## YOUR OBJECTIVE
Report back the lines in this listing that carry the string "files".
'''
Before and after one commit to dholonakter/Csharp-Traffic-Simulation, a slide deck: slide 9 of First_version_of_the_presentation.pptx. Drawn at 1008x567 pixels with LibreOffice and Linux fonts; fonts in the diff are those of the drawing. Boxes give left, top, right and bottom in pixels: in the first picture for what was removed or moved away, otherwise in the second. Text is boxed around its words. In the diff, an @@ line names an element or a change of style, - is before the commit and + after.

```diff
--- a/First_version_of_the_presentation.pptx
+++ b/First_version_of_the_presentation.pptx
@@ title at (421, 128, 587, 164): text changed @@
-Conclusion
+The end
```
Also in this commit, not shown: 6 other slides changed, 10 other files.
'''
'''
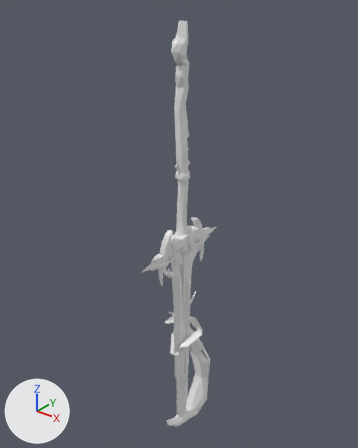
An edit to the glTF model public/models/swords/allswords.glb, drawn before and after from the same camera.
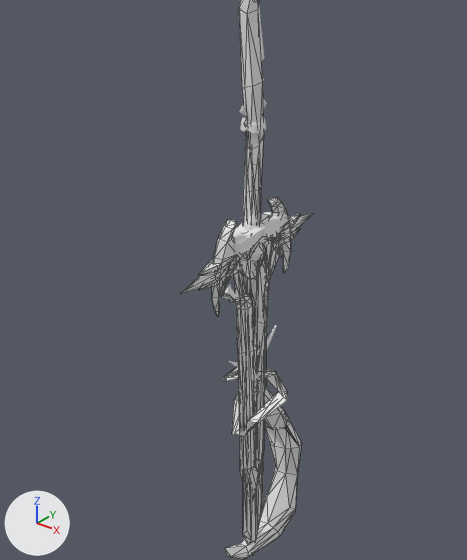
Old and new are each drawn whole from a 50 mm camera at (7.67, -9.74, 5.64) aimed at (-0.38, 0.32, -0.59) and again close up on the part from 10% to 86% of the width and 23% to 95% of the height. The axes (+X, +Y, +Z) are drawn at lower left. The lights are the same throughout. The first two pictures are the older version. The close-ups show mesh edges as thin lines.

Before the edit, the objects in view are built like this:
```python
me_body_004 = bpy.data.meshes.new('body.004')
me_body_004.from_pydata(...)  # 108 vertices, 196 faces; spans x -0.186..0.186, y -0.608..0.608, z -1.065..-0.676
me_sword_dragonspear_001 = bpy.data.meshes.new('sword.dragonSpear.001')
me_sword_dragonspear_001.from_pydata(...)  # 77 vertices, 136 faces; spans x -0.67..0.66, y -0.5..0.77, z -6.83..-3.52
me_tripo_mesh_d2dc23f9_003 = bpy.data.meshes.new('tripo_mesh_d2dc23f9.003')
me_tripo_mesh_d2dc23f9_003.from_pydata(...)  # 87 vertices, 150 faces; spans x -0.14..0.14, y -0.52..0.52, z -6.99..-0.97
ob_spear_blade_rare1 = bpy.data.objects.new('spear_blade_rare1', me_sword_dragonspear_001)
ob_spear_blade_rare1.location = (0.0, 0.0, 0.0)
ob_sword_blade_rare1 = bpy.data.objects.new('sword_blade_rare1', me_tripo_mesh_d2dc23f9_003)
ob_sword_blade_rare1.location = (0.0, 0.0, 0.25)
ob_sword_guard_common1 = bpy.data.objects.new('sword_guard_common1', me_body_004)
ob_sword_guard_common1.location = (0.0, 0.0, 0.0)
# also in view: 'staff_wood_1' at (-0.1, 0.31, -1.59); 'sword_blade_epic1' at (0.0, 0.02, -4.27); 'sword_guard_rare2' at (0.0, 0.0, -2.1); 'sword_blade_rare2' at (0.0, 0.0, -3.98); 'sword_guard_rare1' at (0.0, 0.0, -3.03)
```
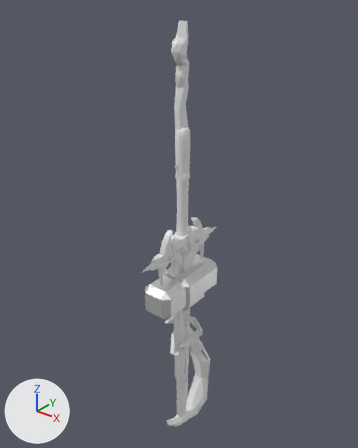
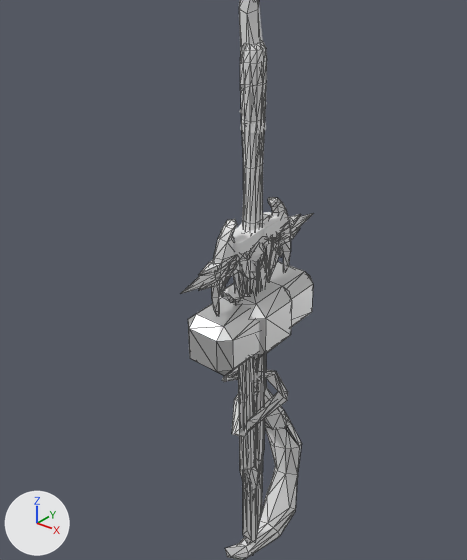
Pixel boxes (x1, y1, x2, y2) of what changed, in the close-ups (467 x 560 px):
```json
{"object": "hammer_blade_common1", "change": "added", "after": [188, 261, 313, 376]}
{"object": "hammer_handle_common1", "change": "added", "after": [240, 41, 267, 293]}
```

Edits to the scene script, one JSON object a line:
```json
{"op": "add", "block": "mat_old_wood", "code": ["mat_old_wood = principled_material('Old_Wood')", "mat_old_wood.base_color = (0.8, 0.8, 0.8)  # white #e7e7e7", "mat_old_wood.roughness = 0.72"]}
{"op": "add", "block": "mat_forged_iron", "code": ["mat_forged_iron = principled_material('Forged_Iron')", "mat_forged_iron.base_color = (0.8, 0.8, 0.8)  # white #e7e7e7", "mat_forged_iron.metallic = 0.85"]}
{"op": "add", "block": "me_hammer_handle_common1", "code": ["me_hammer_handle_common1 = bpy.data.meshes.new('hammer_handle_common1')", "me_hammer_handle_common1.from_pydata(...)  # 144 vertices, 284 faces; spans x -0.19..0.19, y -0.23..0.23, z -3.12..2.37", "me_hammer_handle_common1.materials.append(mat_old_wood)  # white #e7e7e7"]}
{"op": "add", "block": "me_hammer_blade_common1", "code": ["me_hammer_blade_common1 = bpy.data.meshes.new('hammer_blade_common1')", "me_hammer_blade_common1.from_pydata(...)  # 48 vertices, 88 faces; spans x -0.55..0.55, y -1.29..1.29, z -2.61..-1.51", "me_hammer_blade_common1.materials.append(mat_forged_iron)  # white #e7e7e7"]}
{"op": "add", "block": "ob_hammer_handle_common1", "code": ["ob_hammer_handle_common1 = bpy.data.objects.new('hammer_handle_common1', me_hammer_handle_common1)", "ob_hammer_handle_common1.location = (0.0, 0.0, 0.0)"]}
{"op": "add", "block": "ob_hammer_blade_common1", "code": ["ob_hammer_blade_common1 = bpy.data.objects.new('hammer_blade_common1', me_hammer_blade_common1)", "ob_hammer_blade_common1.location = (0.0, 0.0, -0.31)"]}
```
'''
'''
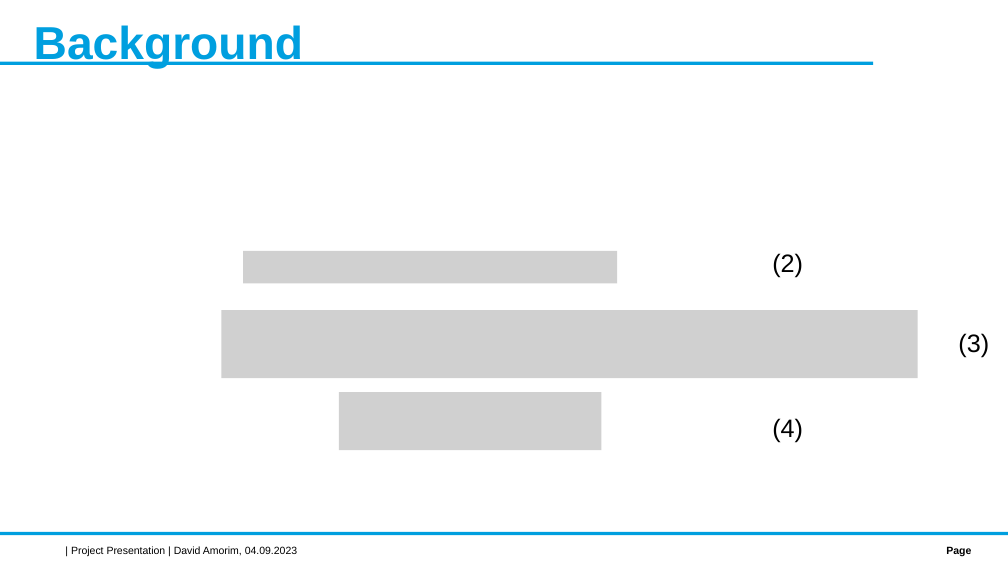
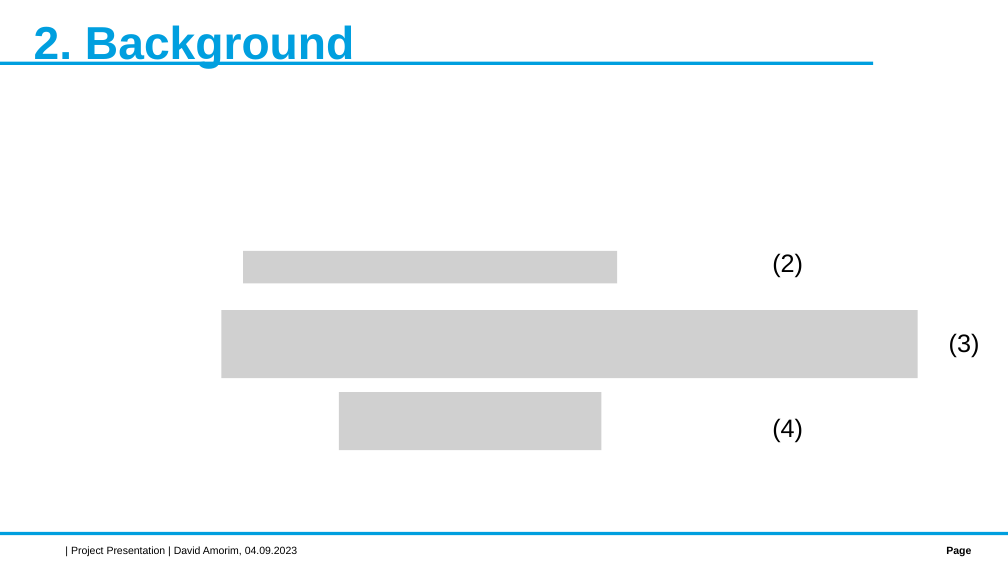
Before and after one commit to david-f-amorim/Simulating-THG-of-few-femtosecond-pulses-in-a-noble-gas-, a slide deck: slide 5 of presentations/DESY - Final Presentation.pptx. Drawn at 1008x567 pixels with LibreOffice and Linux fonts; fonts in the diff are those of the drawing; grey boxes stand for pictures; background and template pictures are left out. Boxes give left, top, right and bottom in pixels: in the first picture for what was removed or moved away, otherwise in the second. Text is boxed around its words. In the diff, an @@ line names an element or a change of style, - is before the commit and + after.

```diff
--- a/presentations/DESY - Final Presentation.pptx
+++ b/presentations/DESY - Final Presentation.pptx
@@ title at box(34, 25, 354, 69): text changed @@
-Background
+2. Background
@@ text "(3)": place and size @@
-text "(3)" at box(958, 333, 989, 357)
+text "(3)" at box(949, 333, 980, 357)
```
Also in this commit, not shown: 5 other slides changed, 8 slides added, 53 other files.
'''
## EXERCISE ANSWER
Also in this commit, not shown: 6 other slides changed, 10 other files.
Also in this commit, not shown: 5 other slides changed, 8 slides added, 53 other files.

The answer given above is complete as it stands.